拉莫斯之舞 2021-09-23 09:08:41

我正在尝试在 Python 中实现这个算法，但是由于我缺乏对树结构的理解，我对分区树的创建过程感到困惑。简要说明：链接算法，用于将高维特征空间划分为内部节点和叶节点，以便可以快速执行查询。它使用特定的随机测试划分大空间，超平面将一个大单元格分成两个。这个答案更准确地解释了一切。代码片段：def random_test(self, main_point): # Main point is np.ndarray instance dimension = main_point.ravel().size random_coefficients = self.random_coefficients(dimension) scale_values = np.array(sorted([np.inner(random_coefficients, point.ravel()) for point in self.points])) percentile = random.choice([np.percentile(scale_values, 100 * self.ratio), # Just as described on Section 3.1 np.percentile(scale_values, 100 * (1 - self.ratio))]) main_term = np.inner(main_point.ravel(), random_coefficients) if self.is_leaf(): return 0 # Next node is the center leaf child else: if (main_term - percentile) >= 0: # Hyper-plane equation defined in the document return -1 # Next node is the left child else: return 1 # Next node is the right childself.ratio正如上面链接的算法中提到的，正在确定树的平衡和浅层，1/2它应该生成最平衡和浅层的树。然后我们进入迭代部分，树不断地划分空间，直到它到达叶节点（注意关键字reach），问题是，它永远不会真正到达叶节点。因为，上面链接的文档中叶节点的定义是这样的：def is_leaf(self): return (self.capacity * self.ratio) <= self.cell_count() <= self.capacity其中self.cell_count()是单元格中self.capacity的点数，是单元格可以拥有的最大点数，self.ratio是分割比。我的完整代码应该通过在初始迭代时创建新节点来划分特征空间，直到创建叶节点（但从未创建叶节点）。请参阅包含除法过程的片段。在我们向它们添加任何点之前是否准备好二叉树（填充空节点）？如果是这样，我们不需要定义树的级别（深度）吗？如果不是，是否在向其中添加点时创建了二元分区树？如果是这样，那么第一个点（来自第一次迭代）是如何添加到树中的？

查看完整描述

2 回答

偶然的你

TA贡献1841条经验获得超3个赞

它们是在您进行时构建的。第一个节点在第 1 行的右侧或左侧。然后下一个级别询问第 2 行的右侧或左侧……您提供的论文中的插图显示了这一点，其中的行编号与用于查找节点的选择相关联。

当然，向右或向左是不准确的。一些线被水平切割。但是创建的空间是二进制的。

反对回复 2021-09-23

阿晨1998

TA贡献2037条经验获得超6个赞

我已经能够测试评论中提到的新方法，并且效果很好。

上面链接的算法隐含地指出，该点应单独下降到分区树中，通过所有随机测试并在下降时创建新节点。

但是这种方法有一个明显的问题，因为为了获得平衡的高效浅层树，左右节点必须均匀分布。

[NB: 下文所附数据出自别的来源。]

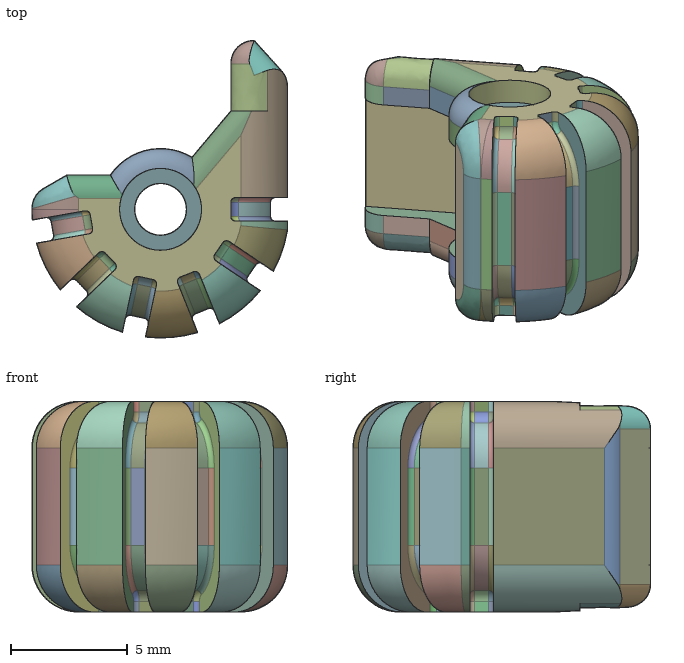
import cadquery as cq
import math

HEIGHT = 9.0
BODY_RADIUS = 5.5
OUTER_ROUND = 2.0
INNER_ROUND = 1.0

ARM_OUTER_X = 5.43
ARM_INNER_X = 3.0
ARM_END_Y = 7.22
ARM_BEVEL_X = 4.0
ARM_BEVEL_ANGLE = 48.0

WEB_CORNER_Y = 4.2
WEB_ANGLE = 50.0

STUB_TOP_Y = 1.47
STUB_BEVEL_X = -4.0
STUB_BEVEL_ANGLE = 30.0

HUB_RADIUS = 2.6
BORE_DIAMETER = 2.2
COUNTERBORE_DIAMETER = 3.5
COUNTERBORE_DEPTH = 1.0

RECESS_HEIGHT = 5.0
RECESS_FLOOR_X = ARM_BEVEL_X

GROOVE_COUNT = 6
GROOVE_PITCH = 34.0
GROOVE_WIDTH = 1.0
GROOVE_DEPTH = 0.8
GROOVE_END_RADIUS = 3.0
GROOVE_FLOOR_ROUND = 2.05
GROOVE_END_ROUND = 0.5
GROOVE_EDGE_ROUND = 0.2

HALF_HEIGHT = HEIGHT / 2
CLEARANCE = 1.0


def rise(run, angle):
    """Height gained over a horizontal run at an angle in degrees."""
    return run * math.tan(math.radians(angle))


def slab(points):
    """Polygon in plan, extruded over the full height."""
    return cq.Workplane("XY").workplane(offset=-HALF_HEIGHT).polyline(points).close().extrude(HEIGHT)


def outer_blank():
    """Disc running on straight in +Y, trimmed on the right, with rounded outer rims."""
    far_y = ARM_END_Y + CLEARANCE
    corner_y = -math.sqrt(BODY_RADIUS**2 - ARM_OUTER_X**2)
    blank = (
        cq.Workplane("XY")
        .workplane(offset=-HALF_HEIGHT)
        .moveTo(-BODY_RADIUS, far_y)
        .lineTo(-BODY_RADIUS, 0)
        .threePointArc((0, -BODY_RADIUS), (ARM_OUTER_X, corner_y))
        .lineTo(ARM_OUTER_X, far_y)
        .close()
        .extrude(HEIGHT)
    )
    rims = blank.faces("|Z").edges("not(>Y)")
    return rims.fillet(OUTER_ROUND)


def lower_body(blank):
    """Main half disc, closed off by the rounded edge and bevel of the stub."""
    far_x = BODY_RADIUS + CLEARANCE
    block = slab([(-far_x, -far_x), (far_x, -far_x), (far_x, STUB_TOP_Y), (-far_x, STUB_TOP_Y)])
    block = block.edges("|X and >Y").fillet(INNER_ROUND)
    bevel_drop = rise(far_x + STUB_BEVEL_X, STUB_BEVEL_ANGLE)
    bevel = slab([
        (STUB_BEVEL_X, STUB_TOP_Y),
        (-far_x, STUB_TOP_Y),
        (-far_x, STUB_TOP_Y - bevel_drop),
    ])
    body = blank.intersect(block).cut(bevel)
    bevel_corner_y = STUB_TOP_Y - rise(BODY_RADIUS + STUB_BEVEL_X, STUB_BEVEL_ANGLE)
    corner = cq.selectors.NearestToPointSelector((-BODY_RADIUS, bevel_corner_y, 0))
    return body.edges("|Z").edges(corner).fillet(INNER_ROUND)


def hub():
    return (
        cq.Workplane("XY")
        .workplane(offset=-HALF_HEIGHT)
        .circle(HUB_RADIUS)
        .extrude(HEIGHT)
        .edges("%CIRCLE")
        .fillet(INNER_ROUND)
    )


def web(blank):
    """Infill between hub and arm, reaching in as far as the ridge along the top of the arm."""
    outer_center_x = ARM_OUTER_X - OUTER_ROUND
    inner_center_x = ARM_INNER_X + INNER_ROUND
    center_offset = OUTER_ROUND - INNER_ROUND
    ridge_x = outer_center_x + (inner_center_x - outer_center_x) * OUTER_ROUND / center_offset
    foot_x = ARM_INNER_X - WEB_CORNER_Y / rise(1, WEB_ANGLE)
    block = slab([(foot_x, 0), (ARM_INNER_X, WEB_CORNER_Y), (ridge_x, WEB_CORNER_Y), (ridge_x, 0)])
    sloping_rims = block.faces("|Z").edges("not(#X or #Y)")
    return sloping_rims.fillet(INNER_ROUND).intersect(blank)


def arm():
    """Rounded bar in +Y with a rounded end face and a rounded bevel."""
    bar = slab([(ARM_INNER_X, 0), (ARM_OUTER_X, 0), (ARM_OUTER_X, ARM_END_Y), (ARM_INNER_X, ARM_END_Y)])
    bar = bar.edges("|Y and >X").fillet(OUTER_ROUND)
    bar = bar.edges("|Y and <X").fillet(INNER_ROUND)
    bar = bar.faces(">Y").edges().fillet(INNER_ROUND)
    return bar.intersect(bevel_block(bar.val().BoundingBox().zmax))


def bevel_block(top_z):
    """Block as tall as the arm, rounded along the bevel and its outer corner."""
    corner_y = ARM_END_Y - rise(ARM_OUTER_X - ARM_BEVEL_X, ARM_BEVEL_ANGLE)
    peak_y = ARM_END_Y + rise(ARM_BEVEL_X, ARM_BEVEL_ANGLE)
    outline = [(0, 0), (ARM_OUTER_X, 0), (ARM_OUTER_X, corner_y), (0, peak_y)]
    block = cq.Workplane("XY").polyline(outline).close().extrude(top_z, both=True)
    corner = cq.selectors.NearestToPointSelector((ARM_OUTER_X, corner_y, 0))
    block = block.edges("|Z").edges(corner).fillet(INNER_ROUND)
    return block.faces(">X").edges("|Y").fillet(INNER_ROUND)


def recess():
    """Opening across the inner side, flush with the stub and open at the end of the arm."""
    near_x = -BODY_RADIUS - CLEARANCE
    far_y = ARM_END_Y + CLEARANCE
    size_x = RECESS_FLOOR_X - near_x
    size_y = far_y - STUB_TOP_Y
    return cq.Workplane("XY").box(size_x, size_y, RECESS_HEIGHT).translate(
        (near_x + size_x / 2, STUB_TOP_Y + size_y / 2, 0)
    )


def bore():
    """Cutter for the through hole and the counterbore in the top face."""
    hole = cq.Workplane("XY").circle(BORE_DIAMETER / 2).extrude(HALF_HEIGHT + CLEARANCE, both=True)
    counterbore = (
        cq.Workplane("XY")
        .workplane(offset=HALF_HEIGHT - COUNTERBORE_DEPTH)
        .circle(COUNTERBORE_DIAMETER / 2)
        .extrude(COUNTERBORE_DEPTH + CLEARANCE)
    )
    return hole.union(counterbore)


def groove():
    """Cutter for the groove at +X: its floor follows the rounded outer side, then steps up to the faces."""
    floor_radius = BODY_RADIUS - GROOVE_DEPTH
    floor_top = HALF_HEIGHT - GROOVE_DEPTH
    straight = floor_top - GROOVE_FLOOR_ROUND
    far_x = BODY_RADIUS + CLEARANCE
    far_z = HALF_HEIGHT + CLEARANCE

    arc_x = floor_radius - GROOVE_FLOOR_ROUND
    step_x = GROOVE_END_RADIUS + GROOVE_END_ROUND
    reach = GROOVE_FLOOR_ROUND + GROOVE_END_ROUND
    step_angle = math.acos((step_x - arc_x) / reach)
    step_z = straight + reach * math.sin(step_angle)

    def floor_point(angle):
        return (
            arc_x + GROOVE_FLOOR_ROUND * math.cos(angle),
            straight + GROOVE_FLOOR_ROUND * math.sin(angle),
        )

    def step_point(angle):
        return (step_x - GROOVE_END_ROUND * math.cos(angle), step_z - GROOVE_END_ROUND * math.sin(angle))

    def mirrored(point):
        return (point[0], -point[1])

    floor_end = floor_point(step_angle)
    floor_middle = floor_point(step_angle / 2)
    step_middle = step_point(step_angle / 2)
    wall_end = step_point(0)
    cutter = (
        cq.Workplane("XZ")
        .moveTo(far_x, -far_z)
        .lineTo(GROOVE_END_RADIUS, -far_z)
        .lineTo(*mirrored(wall_end))
        .threePointArc(mirrored(step_middle), mirrored(floor_end))
        .threePointArc(mirrored(floor_middle), (floor_radius, -straight))
        .lineTo(floor_radius, straight)
        .threePointArc(floor_middle, floor_end)
        .threePointArc(step_middle, wall_end)
        .lineTo(GROOVE_END_RADIUS, far_z)
        .lineTo(far_x, far_z)
        .close()
        .extrude(GROOVE_WIDTH / 2, both=True)
    )
    rims = cutter.faces("|Y").edges("not(>X or >Z or <Z)")
    return rims.fillet(GROOVE_EDGE_ROUND)


def cut_grooves(body):
    """Cut the grooves one by one, clockwise from +X."""
    cutter = groove()
    for index in range(GROOVE_COUNT):
        body = body.cut(cutter.rotate((0, 0, 0), (0, 0, 1), -index * GROOVE_PITCH))
    return body


blank = outer_blank()
solid = lower_body(blank).union(hub()).union(web(blank)).union(arm())
solid = solid.cut(recess()).cut(bore())
result = cut_grooves(solid)

因此，为了分裂节点，在树的每一层，节点的每个点都必须传递到左节点或右节点（通过随机测试），直到树到达该层所有节点的深度叶子。

在数学术语中，根节点包含一个向量空间，该向量空间被分为左右两个节点，其中包含以分离超平面支撑超平面为边界的凸多面体：

//img1.sycdn.imooc.com//614bd3e70001749d02770073.jpg

等式的负项（我相信我们可以称之为偏差），是分裂比开始发挥作用的地方，它应该是 100*r 到 100*(1-r) 之间所有节点的百分位数，这样树就被分离了更均匀，更浅。基本上它决定了超平面分离应该如何均匀，这就是为什么我们需要包含所有点的节点。

我已经能够实现这样的系统：

def index_space(self):

shuffled_space = self.shuffle_space()

current_tree = PartitionTree()

level = 0

root_node = RootNode(shuffled_space, self.capacity, self.split_ratio, self.indices)

current_tree.root_node = root_node

current_tree.node_array.append(root_node)

current_position = root_node.node_position

node_array = {0: [root_node]}

while True:

current_nodes = node_array[level]

if all([node.is_leaf() for node in current_nodes]):

break

else:

level += 1

node_array[level] = []

for current_node in current_nodes:

if not current_node.is_leaf():

left_child = InternalNode(self.capacity, self.split_ratio, self.indices,

self._append(current_position, [-1]), current_node)

right_child = InternalNode(self.capacity, self.split_ratio, self.indices,

self._append(current_position, [1]), current_node)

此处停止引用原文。